* _THE PROBLEM_
Reproduce verbatim all of the data given below, but do not carry over the images.

* _Extracted records_

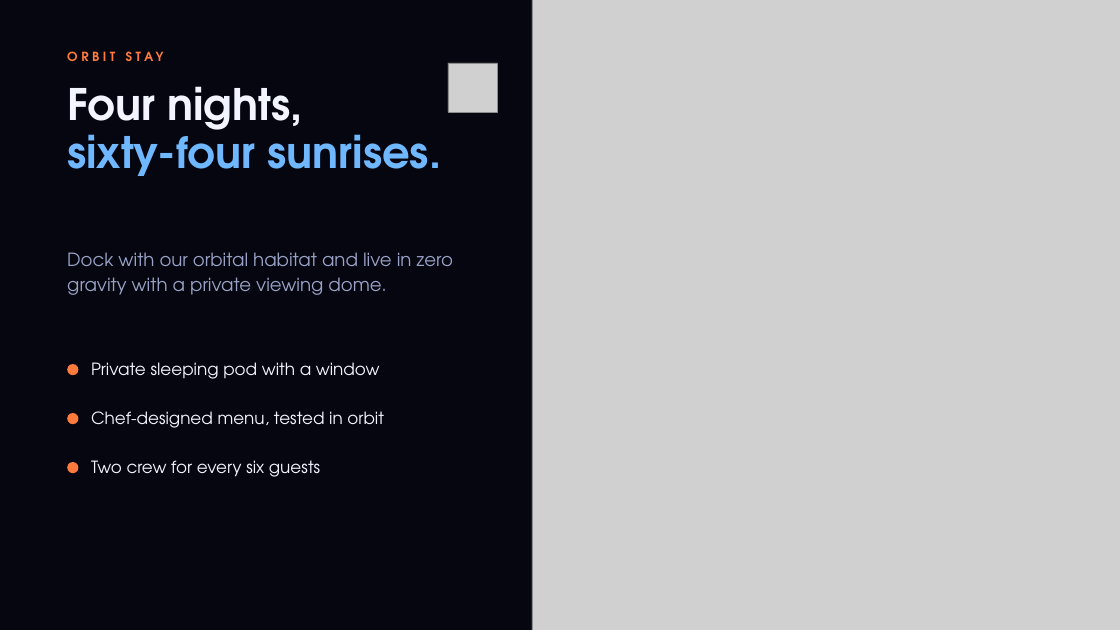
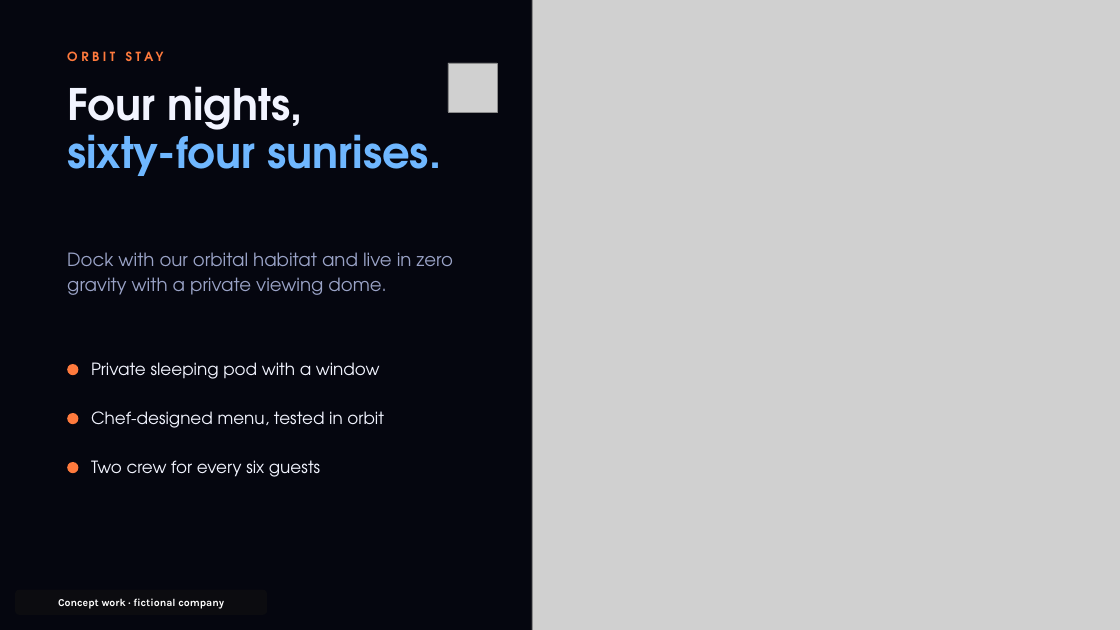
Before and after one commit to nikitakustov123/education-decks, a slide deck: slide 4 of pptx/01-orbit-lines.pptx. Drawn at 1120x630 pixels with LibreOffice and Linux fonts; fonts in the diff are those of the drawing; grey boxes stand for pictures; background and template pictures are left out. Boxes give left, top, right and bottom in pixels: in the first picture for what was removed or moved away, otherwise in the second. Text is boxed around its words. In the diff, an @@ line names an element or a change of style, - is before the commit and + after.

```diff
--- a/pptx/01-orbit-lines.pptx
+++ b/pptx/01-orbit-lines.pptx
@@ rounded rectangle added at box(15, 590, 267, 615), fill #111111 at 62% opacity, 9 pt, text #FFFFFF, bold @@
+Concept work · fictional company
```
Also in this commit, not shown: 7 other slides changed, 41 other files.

* _SOLUTION_
Before and after one commit to nikitakustov123/education-decks, a slide deck: slide 4 of pptx/01-orbit-lines.pptx. Drawn at 1120x630 pixels with LibreOffice and Linux fonts; fonts in the diff are those of the drawing; grey boxes stand for pictures; background and template pictures are left out. Boxes give left, top, right and bottom in pixels: in the first picture for what was removed or moved away, otherwise in the second. Text is boxed around its words. In the diff, an @@ line names an element or a change of style, - is before the commit and + after.

```diff
--- a/pptx/01-orbit-lines.pptx
+++ b/pptx/01-orbit-lines.pptx
@@ rounded rectangle added at box(15, 590, 267, 615), fill #111111 at 62% opacity, 9 pt, text #FFFFFF, bold @@
+Concept work · fictional company
```
Also in this commit, not shown: 7 other slides changed, 41 other files.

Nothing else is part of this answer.